# Angel Compatibility



## gage (Feb 7, 2007)

hey guys, so, soon (very soon) I will have a 90g available, here is what will be in it for sure:

90g (48x18x24)
- 3, F0 Pterophyllum scalare "Brazil" (already owned) 
- 1 Male Bristlenose (may get him a girl friend if they don't cause to much grief...)

was it worth writing it in that format?... thats all I've got.

I am looking for other cichlids to add to it, big or small doesnt matter, though I already have ideas for small.

here are my thoughts on some small fish (not all of them will be added, but maybe one or 2 pairs)

- Trio of Apisto's
- Pair of Laetacara (likely dorsigerus)
- Pair of Blue Rams
- Group of Bolivians (need info on how many)

so really, I guess I need some suggestions for medium-largish fish (you know, 5-6"ish, give or take)

it needs to be peaceful, but able to hold its own if my angels decide to pair off... and preferably a bit of color.

here were my thoughts so far (obviously not all them will be added LOL)

- Aequidens pulcher (new genus now???)
- Aequidens portalegrensis
- Crenicichla regani
- Mesonauta festivus
- Biotodoma cupido (either pair or trio, not sure if these guys are pairing or harem)
- Cleithracara maronii (pair)
- Guianacara spp. (any I can get a hold of, and a pair)
- Geophagus spp. (likely Tapajos red head, which is the smallest I believe, a group of 1M:3F)
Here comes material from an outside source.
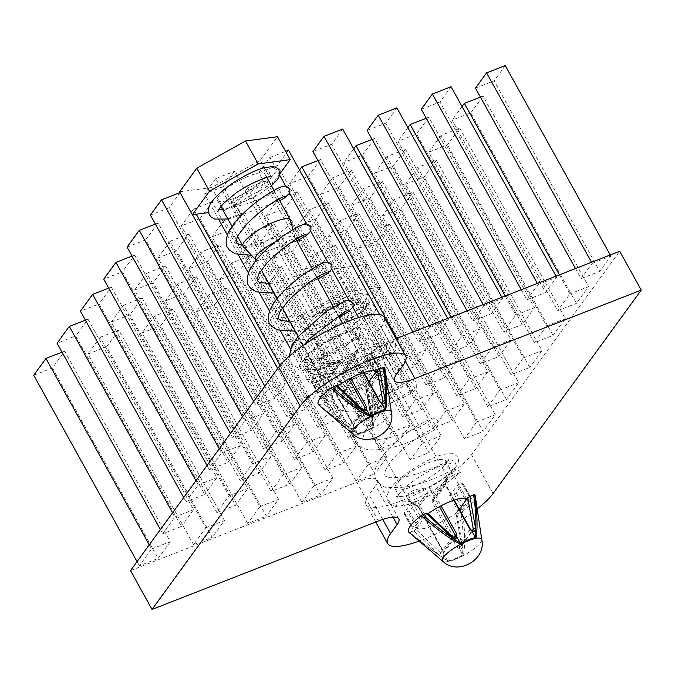 <?xml version="1.0" encoding="UTF-8"?>
<svg xmlns="http://www.w3.org/2000/svg" width="675" height="675" viewBox="0 0 675 675"><rect width="100%" height="100%" fill="white"/><g stroke="black" fill="none" stroke-linecap="round" stroke-linejoin="round"><path stroke-width="0.51" stroke-dasharray="3.38 2.53" d="M353.835 337.804A28.898 7.231 -29 0 1 327.139 356.695A28.898 7.231 -29 0 1 304.644 361.15A28.898 7.231 -29 0 1 306.003 356.484A28.898 7.231 -29 0 1 332.691 337.593A28.898 7.231 -29 0 1 355.185 333.138A28.898 7.231 -29 0 1 353.835 337.804M376.363 371.52A28.898 7.231 -29 0 1 376.718 371.976A28.898 7.231 -29 0 1 375.359 376.642A28.898 7.231 -29 0 1 348.671 395.533A28.898 7.231 -29 0 1 326.177 399.988A28.898 7.231 -29 0 1 327.527 395.322A28.898 7.231 -29 0 1 337.745 386.066M444.218 465.379A28.898 7.231 -29 0 1 417.53 484.27A28.898 7.231 -29 0 1 395.035 488.725A28.898 7.231 -29 0 1 396.385 484.059A28.898 7.231 -29 0 1 423.082 465.168A28.898 7.231 -29 0 1 445.576 460.713A28.898 7.231 -29 0 1 444.218 465.379M466.754 499.095A28.898 7.231 -29 0 1 467.108 499.551A28.898 7.231 -29 0 1 465.75 504.217A28.898 7.231 -29 0 1 439.054 523.108A28.898 7.231 -29 0 1 416.559 527.572A28.898 7.231 -29 0 1 417.918 522.897A28.898 7.231 -29 0 1 428.136 513.641M534.406 342.706L546.632 325.924L441.02 135.397L459.7 128.107L447.483 144.88L428.802 152.179L534.406 342.706L553.095 335.407L447.483 144.88M459.7 128.107L565.312 318.634L553.095 335.407M511.076 374.735L523.302 357.961L417.69 167.434L436.371 160.135L424.153 176.909L405.473 184.207L511.076 374.735L529.765 367.436L424.153 176.909M436.371 160.135L541.983 350.663L529.765 367.436M487.755 406.763L499.972 389.99L394.36 199.463L413.041 192.164L400.823 208.946L382.143 216.236L487.755 406.763L506.436 399.473L400.823 208.946M413.041 192.164L518.653 382.691L506.436 399.473M389.711 224.193L377.494 240.975L483.106 431.502L495.323 414.72L389.711 224.193L371.031 231.491L358.813 248.273L464.425 438.801L483.106 431.502M441.02 135.397L428.802 152.179M417.69 167.434L405.473 184.207M394.36 199.463L382.143 216.236M371.031 231.491L476.643 422.018L464.425 438.801M358.813 248.273L377.494 240.975M480.237 363.867L492.455 347.093L386.843 156.566L405.523 149.268L393.306 166.042L374.625 173.34L480.237 363.867L498.918 356.569L393.306 166.042M405.523 149.268L511.135 339.795L498.918 356.569M456.907 395.896L469.125 379.122L363.513 188.595L382.193 181.297L369.976 198.07L351.295 205.369L456.907 395.896L475.588 388.598L369.976 198.07M382.193 181.297L487.806 371.824L475.588 388.598M433.578 427.933L445.795 411.151L340.183 220.624L358.864 213.325L346.646 230.108L327.966 237.406L433.578 427.933L452.258 420.635L346.646 230.108M358.864 213.325L464.476 403.852L452.258 420.635M335.534 245.354L323.317 262.136L428.929 452.663L441.146 435.881L335.534 245.354L316.853 252.653L304.636 269.435L410.248 459.962L428.929 452.663M386.843 156.566L374.625 173.34M363.513 188.595L351.295 205.369M340.183 220.624L327.966 237.406M316.853 252.653L422.466 443.18L410.248 459.962M304.636 269.435L323.317 262.136M426.06 385.028L438.278 368.255L332.665 177.727L351.346 170.429L339.128 187.203L320.448 194.501L426.06 385.028L444.741 377.73L339.128 187.203M351.346 170.429L456.958 360.956L444.741 377.73M402.73 417.057L414.948 400.283L309.336 209.756L328.016 202.458L315.799 219.232L297.118 226.53L402.73 417.057L421.411 409.759L315.799 219.232M328.016 202.458L433.628 392.985L421.411 409.759M379.401 449.094L391.618 432.312L286.006 241.785L304.687 234.487L292.469 251.269L273.788 258.567L379.401 449.094L398.081 441.796L292.469 251.269M304.687 234.487L410.299 425.014L398.081 441.796M281.357 266.515L269.139 283.298L374.752 473.825L386.969 457.042L281.357 266.515L262.676 273.814L250.459 290.596L356.071 481.123L374.752 473.825M332.665 177.727L320.448 194.501M309.336 209.756L297.118 226.53M286.006 241.785L273.788 258.567M262.676 273.814L368.288 464.341L356.071 481.123M250.459 290.596L269.139 283.298M371.883 406.19L384.1 389.416L278.488 198.889L297.169 191.59L284.951 208.364L266.271 215.662L371.883 406.19L390.563 398.891L284.951 208.364M297.169 191.59L402.781 382.118L390.563 398.891M348.553 438.218L360.771 421.445L255.158 230.918L273.839 223.619L261.622 240.401L242.941 247.691L348.553 438.218L367.234 430.928L261.622 240.401M273.839 223.619L379.451 414.146L367.234 430.928M325.223 470.256L337.441 453.473L231.829 262.946L250.509 255.648L238.292 272.43L219.611 279.728L325.223 470.256L343.904 462.957L238.292 272.43M250.509 255.648L356.122 446.175L343.904 462.957M227.18 287.677L214.962 304.459L320.574 494.986L332.792 478.212L227.18 287.677L208.499 294.975L196.282 311.757L301.894 502.284L320.574 494.986M278.488 198.889L266.271 215.662M255.158 230.918L242.941 247.691M231.829 262.946L219.611 279.728M208.499 294.975L314.111 485.502L301.894 502.284M196.282 311.757L214.962 304.459M317.706 427.351L329.923 410.577L224.311 220.05L242.992 212.752L230.774 229.525L212.093 236.824L317.706 427.351L336.386 420.052L230.774 229.525M242.992 212.752L348.604 403.279L336.386 420.052M294.376 459.38L306.593 442.606L200.981 252.079L219.662 244.78L207.444 261.562L188.764 268.852L294.376 459.38L313.057 452.09L207.444 261.562M219.662 244.78L325.274 435.307L313.057 452.09M271.046 491.417L283.264 474.635L177.652 284.108L196.332 276.809L184.115 293.591L165.434 300.89L271.046 491.417L289.727 484.118L184.115 293.591M196.332 276.809L301.944 467.336L289.727 484.118M173.002 308.846L160.785 325.62L266.397 516.147L278.615 499.373L173.002 308.846L154.322 316.136L142.104 332.918L247.717 523.446L266.397 516.147M224.311 220.05L212.093 236.824M200.981 252.079L188.764 268.852M177.652 284.108L165.434 300.89M154.322 316.136L259.934 506.663L247.717 523.446M142.104 332.918L160.785 325.62M219.257 448.732L221.569 452.9L209.351 469.673L228.032 462.375L122.42 271.848L103.739 279.146M207.039 465.505L209.351 469.673M195.927 480.76L198.239 484.928L186.022 501.711L204.702 494.412L99.09 303.885L80.409 311.175M183.71 497.534L186.022 501.711M172.597 512.789L174.909 516.957L162.692 533.739L181.373 526.441L75.76 335.914L57.08 343.212M160.38 529.571L162.692 533.739M149.268 544.818L151.58 548.986L139.362 565.768L158.043 558.47L52.431 367.942L64.648 351.169L170.26 541.696L158.043 558.47M137.05 561.6L139.362 565.768M132.038 256.087L134.637 255.074L122.42 271.848M134.637 255.074L240.249 445.601L228.032 462.375M108.709 288.115L111.307 287.103L99.09 303.885M111.307 287.103L216.92 477.63L204.702 494.412M85.379 320.152L87.978 319.132L75.76 335.914M87.978 319.132L193.59 509.659L181.373 526.441M62.049 352.181L64.648 351.169M33.75 375.241L52.431 367.942M157.916 257.985L170.134 241.211L275.746 431.738L263.528 448.512L282.209 441.214L176.597 250.687L157.916 257.985L263.528 448.512M134.587 290.014L146.804 273.24L252.416 463.767L240.199 480.541L258.879 473.251L153.267 282.724L134.587 290.014L240.199 480.541M111.257 322.051L123.474 305.269L229.087 495.796L216.869 512.578L235.55 505.28L129.938 314.752L111.257 322.051L216.869 512.578M193.539 544.607L87.927 354.08L100.145 337.298L205.757 527.825L193.539 544.607L212.22 537.308L106.608 346.781L118.825 330.007L224.438 520.535L212.22 537.308M170.134 241.211L188.814 233.913L176.597 250.687M188.814 233.913L294.427 424.44L282.209 441.214M146.804 273.24L165.485 265.942L153.267 282.724M165.485 265.942L271.097 456.469L258.879 473.251M123.474 305.269L142.155 297.97L129.938 314.752M142.155 297.97L247.767 488.498L235.55 505.28M100.145 337.298L118.825 330.007M87.927 354.08L106.608 346.781M480.431 97.09L483.03 96.069L588.642 286.597L576.425 303.379L470.812 112.852L452.132 120.15L557.736 310.677L576.425 303.379M483.03 96.069L470.812 112.852M462.046 106.532L452.132 120.15M559.389 274.835L569.962 293.895L557.736 310.677M426.254 118.252L428.853 117.231L534.465 307.758L522.248 324.54L416.635 134.013L397.955 141.311L503.558 331.838L522.248 324.54M428.853 117.231L416.635 134.013M407.869 127.693L397.955 141.311M505.212 295.996L515.784 315.056L503.558 331.838M372.077 139.413L374.676 138.392L480.288 328.919L468.07 345.701L362.458 155.174L343.777 162.472L449.39 353L468.07 345.701M374.676 138.392L362.458 155.174M353.692 148.854L343.777 162.472M451.035 317.157L461.607 336.218L449.39 353M317.9 160.574L320.498 159.562L426.111 350.089L413.893 366.863L308.281 176.335L289.6 183.634L395.212 374.161L413.893 366.863M320.498 159.562L308.281 176.335M299.514 170.016L289.6 183.634M396.866 338.318L407.43 357.379L395.212 374.161M341.035 395.322L353.253 378.54L247.641 188.013L266.321 180.723L371.933 371.25L359.716 388.024L254.104 197.497L235.423 204.795L341.035 395.322L359.716 388.024M266.321 180.723L254.104 197.497M247.641 188.013L235.423 204.795M230.369 433.477L232.681 437.645L251.362 430.346L145.749 239.819L127.069 247.118M242.587 416.694L244.898 420.871L232.681 437.645M155.368 224.058L157.967 223.045L263.579 413.573L251.362 430.346M157.967 223.045L145.749 239.819M196.256 214.22L193.463 209.174L181.246 225.956L286.858 416.483L305.539 409.185L199.927 218.658L181.246 225.956M280.049 365.377L299.076 399.701L286.858 416.483M193.463 209.174L212.144 201.884L317.756 392.411L305.539 409.185M212.144 201.884L199.927 218.658M610.242 254.973L610.858 256.095L599.754 271.35L494.142 80.823L475.462 88.113M505.246 65.568L494.142 80.823M575.471 268.549L581.065 278.648L599.754 271.35M591.553 262.271L592.178 263.393L581.065 278.648M556.065 276.134L556.681 277.256L545.577 292.511L439.965 101.984L421.284 109.283M451.069 86.729L439.965 101.984M521.294 289.71L526.888 299.81L545.577 292.511M537.376 283.433L538 284.555L526.888 299.81M501.888 297.295L502.504 298.418L491.4 313.673L385.788 123.145L367.107 130.444M396.892 107.89L385.788 123.145M467.117 310.871L472.719 320.971L491.4 313.673M483.199 304.594L483.823 305.716L472.719 320.971M447.711 318.457L448.327 319.579L437.223 334.834L331.611 144.307L312.93 151.605M342.714 129.052L331.611 144.307M412.948 332.032L418.542 342.132L437.223 334.834M429.03 325.755L429.646 326.877L418.542 342.132M379.603 314.491L394.149 340.74L383.046 355.995L277.433 165.468L258.753 172.766L364.365 363.293L383.046 355.995M288.546 150.213L277.433 165.468M279.652 175.179L269.857 157.511L258.753 172.766M358.594 317.587L375.469 348.038L364.365 363.293M352.831 307.201L349 300.282M331.754 269.173L327.923 262.254M310.677 231.145L306.838 224.227M289.592 193.109L285.761 186.199M269.857 157.511L285.601 151.36M253.699 401.448L256.011 405.616L274.691 398.317L169.079 207.79L150.398 215.089M264.811 386.193L267.114 390.361L256.011 405.616M277.712 368.474L285.795 383.062L274.691 398.317M180.039 192.594L169.079 207.79M180.191 192.535L192.485 214.726M569.962 293.895L588.642 286.597M546.632 325.924L565.312 318.634M523.302 357.961L541.983 350.663M499.972 389.99L518.653 382.691M515.784 315.056L534.465 307.758M492.455 347.093L511.135 339.795M469.125 379.122L487.806 371.824M445.795 411.151L464.476 403.852M461.607 336.218L480.288 328.919M438.278 368.255L456.958 360.956M414.948 400.283L433.628 392.985M391.618 432.312L410.299 425.014M407.43 357.379L426.111 350.089M384.1 389.416L402.781 382.118M360.771 421.445L379.451 414.146M337.441 453.473L356.122 446.175M353.253 378.54L371.933 371.25M329.923 410.577L348.604 403.279M306.593 442.606L325.274 435.307M283.264 474.635L301.944 467.336M221.569 452.9L240.249 445.601M198.239 484.928L216.92 477.63M174.909 516.957L193.59 509.659M151.58 548.986L170.26 541.696M275.746 431.738L294.427 424.44M252.416 463.767L271.097 456.469M229.087 495.796L247.767 488.498M205.757 527.825L224.438 520.535M244.898 420.871L263.579 413.573M299.076 399.701L317.756 392.411M259.934 506.663L278.615 499.373M314.111 485.502L332.792 478.212M368.288 464.341L386.969 457.042M422.466 443.18L441.146 435.881M476.643 422.018L495.323 414.72M592.178 263.393L610.858 256.095M538 284.555L556.681 277.256M483.823 305.716L502.504 298.418M429.646 326.877L448.327 319.579M375.469 348.038L394.149 340.74M267.114 390.361L285.795 383.062M396.006 338.656L393.415 339.66A36.112 9.037 -29 0 1 372.946 341.921A36.112 9.037 -29 0 1 374.642 336.082L381.164 327.122A61.914 15.483 151 0 0 384.075 317.123M130.503 570.594L356.805 482.203A36.112 9.037 -29 0 1 377.274 479.942A36.112 9.037 -29 0 1 375.587 485.781L369.056 494.741A61.914 15.483 151 0 0 366.145 504.74A61.914 15.483 151 0 0 414.357 495.188A61.914 15.483 151 0 0 471.555 454.705L619.717 251.269M321.292 369.2L215.679 178.672L234.368 171.374L339.972 361.901L321.292 369.2L310.188 384.455L328.868 377.156L223.256 186.629L204.576 193.928L218.953 219.864M339.972 361.901L328.868 377.156M215.679 178.672L204.576 193.928M227.323 234.959L238.292 254.753M248.4 272.995L259.369 292.781M269.477 311.023L280.454 330.809M290.562 349.051L310.188 384.455M234.368 171.374L223.256 186.629M477.191 508.908A61.914 15.483 -29 0 1 419.15 541.08M255.42 259.301A22.57 5.645 151 0 0 255.639 259.597A22.57 5.645 151 0 0 268.22 257.892A22.57 5.645 151 0 0 295.043 237.76A22.57 5.645 151 0 0 294.907 237.423A22.57 5.645 151 0 0 282.108 238.832A22.57 5.645 151 0 0 274.852 242.122M363.42 372.651L354.738 356.974L354.544 354.173C357.733 348.916 357.969 348.148 355.261 351.869L341.98 371.436L341.719 374.853L366.415 419.403L368.913 421.04L372.127 427.115C373.309 413.286 372.743 399.178 370.448 384.809L372.153 383.864C374.667 403.625 374.946 418.272 372.98 427.798L372.127 427.115M342.664 323.587L357.1 349.625L355.261 351.869L355.303 353.405L343.381 371.933L343.212 373.756L367.909 418.314L369.352 419.048A1.806 1.536 36.1 0 0 371.275 417.445L381.805 402.992M243.262 246.561A27.084 6.775 151 0 0 258.356 244.51A27.084 6.775 151 0 0 290.537 220.345M232.926 198.636A27.084 6.775 151 0 0 264.946 174.066A27.084 6.775 151 0 0 249.59 175.762A27.084 6.775 151 0 0 217.569 200.332A27.084 6.775 151 0 0 232.926 198.636M391.365 412.02A22.393 5.603 -29 0 1 364.728 431.823A22.393 5.603 -29 0 1 352.375 433.637M372.153 383.864A37.918 9.484 151 0 0 384.893 368.449M362.273 409.362L348.857 427.385L323.392 403.194L319.714 404.629C331.332 415.361 343.82 424.803 357.185 432.953L357.497 433.848L324.371 409.759M357.185 432.953L353.767 426.954L353.422 424.482L328.717 379.924L317.621 371.512L317.9 366.466C320.406 362.821 327.324 360.796 338.656 360.382L341.744 362.053L350.688 378.186M368.913 421.04L369.352 419.048M341.98 371.436L343.381 371.933L354.94 356.062C357.623 351.067 357.742 350.182 355.303 353.405M326.093 377.637L327.105 378.295C319.882 375.098 317.275 371.495 319.275 367.478L317.9 366.466M353.767 426.954L352.966 424.145L328.717 379.924L327.105 378.295L338.664 362.416L340.242 363.15L349.059 379.046M298.164 336.412L317.621 371.512C317.917 373.132 320.878 375.41 326.498 378.354L328.185 379.882L353.227 425.343A1.806 1.536 36.1 0 1 353.109 425.545L353.177 425.436M338.656 360.382L338.664 362.416C329.341 362.121 322.869 363.8 319.275 367.478M354.544 354.173L355.278 357.016L363.859 372.499M381.611 403.608L379.89 401.861L354.94 356.062M279.838 173.872L273.029 183.22L224.319 210.457L208.583 212.566M370.448 384.809L366.77 386.243L372.414 418.179A1.806 0.709 -10 0 1 371.191 417.732A1.806 0.709 -10 0 1 371.275 417.445L365.74 386.108L368.955 381.696M224.319 210.457L211.604 187.523L260.314 160.287L273.029 183.22M260.314 160.287L277.484 136.713M179.609 191.81L211.604 187.523M335.23 388.496L325.536 401.811L350.536 425.554A1.806 1.536 36.1 0 0 353.109 425.545L364.728 409.598A1.806 1.536 -143.9 0 1 362.146 409.607L337.154 385.855L335.23 388.496L330.75 390.243A1.806 0.456 -29 0 0 328.7 391.593L322.034 400.748A1.806 0.456 -29 0 0 321.95 401.034A1.806 0.456 -29 0 0 322.971 400.925L327.459 399.17L318.98 383.881L326.759 373.207L335.23 388.496M366.77 386.243L365.648 386.345L371.048 418.542L382.657 402.595A1.806 1.536 -143.9 0 1 380.97 403.102M375.435 372.794L379.924 371.039A1.806 0.456 -29 0 1 380.945 370.929A1.806 0.456 -29 0 1 380.86 371.216L374.195 380.371A1.806 0.456 -29 0 1 372.144 381.721L367.664 383.468L359.184 368.179L363.665 366.424A1.806 0.456 151 0 0 365.715 365.082L372.381 355.927A1.806 0.456 151 0 0 372.465 355.632A1.806 0.456 151 0 0 371.444 355.75L366.964 357.497L359.184 368.179M374.271 370.685L366.964 357.497M323.392 403.194L325.536 401.811M318.583 404.789L319.714 404.629M326.759 373.207L322.27 374.954A1.806 0.456 151 0 0 320.22 376.304L313.554 385.45A1.806 0.456 151 0 0 313.47 385.746A1.806 0.456 151 0 0 314.499 385.636L318.98 383.881M358.602 385.476A22.57 5.645 151 0 0 385.425 365.335A22.57 5.645 151 0 0 385.29 364.998A22.57 5.645 151 0 0 372.49 366.407A22.57 5.645 151 0 0 345.811 386.885A22.57 5.645 151 0 0 346.022 387.18A22.57 5.645 151 0 0 358.602 385.476M453.811 500.226L445.12 484.549L444.935 481.756C448.116 476.499 448.36 475.732 445.652 479.452L432.363 499.011L432.101 502.428L456.798 546.986L459.304 548.615L462.518 554.69C463.691 540.861 463.134 526.762 460.839 512.384L462.535 511.447C465.058 531.2 465.337 545.847 463.362 555.382L462.518 554.69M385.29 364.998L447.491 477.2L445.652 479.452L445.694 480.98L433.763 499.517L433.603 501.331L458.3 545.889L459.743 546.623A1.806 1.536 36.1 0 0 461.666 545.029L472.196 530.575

these are just my thoughts, and I am open to any suggestion on small or large cichlid tankmates, also any thoughts on a schooling tetra I could try out to!

I would love a chocolate cichlid but I fear they grow much to large.


----------



## dwarfpike (Jan 22, 2008)

_Crenicichla regani_!!!! _Crenicichla regani_!!!! _Crenicichla regani_!!!!!

:lol:

Port cichlids are _Cichlasoma_ btw ... :wink:

Okay, so I personally would do a pair of regani and a _Laetacara_ species ... though for color, best bets would be _Biotodoma cupido_ (just saw some adults today at the LFS, beautifull) or _Geophagus_ sp. Tapajos 1's aka Tapajos 'Orangeheads' or some of the more colorful apistos.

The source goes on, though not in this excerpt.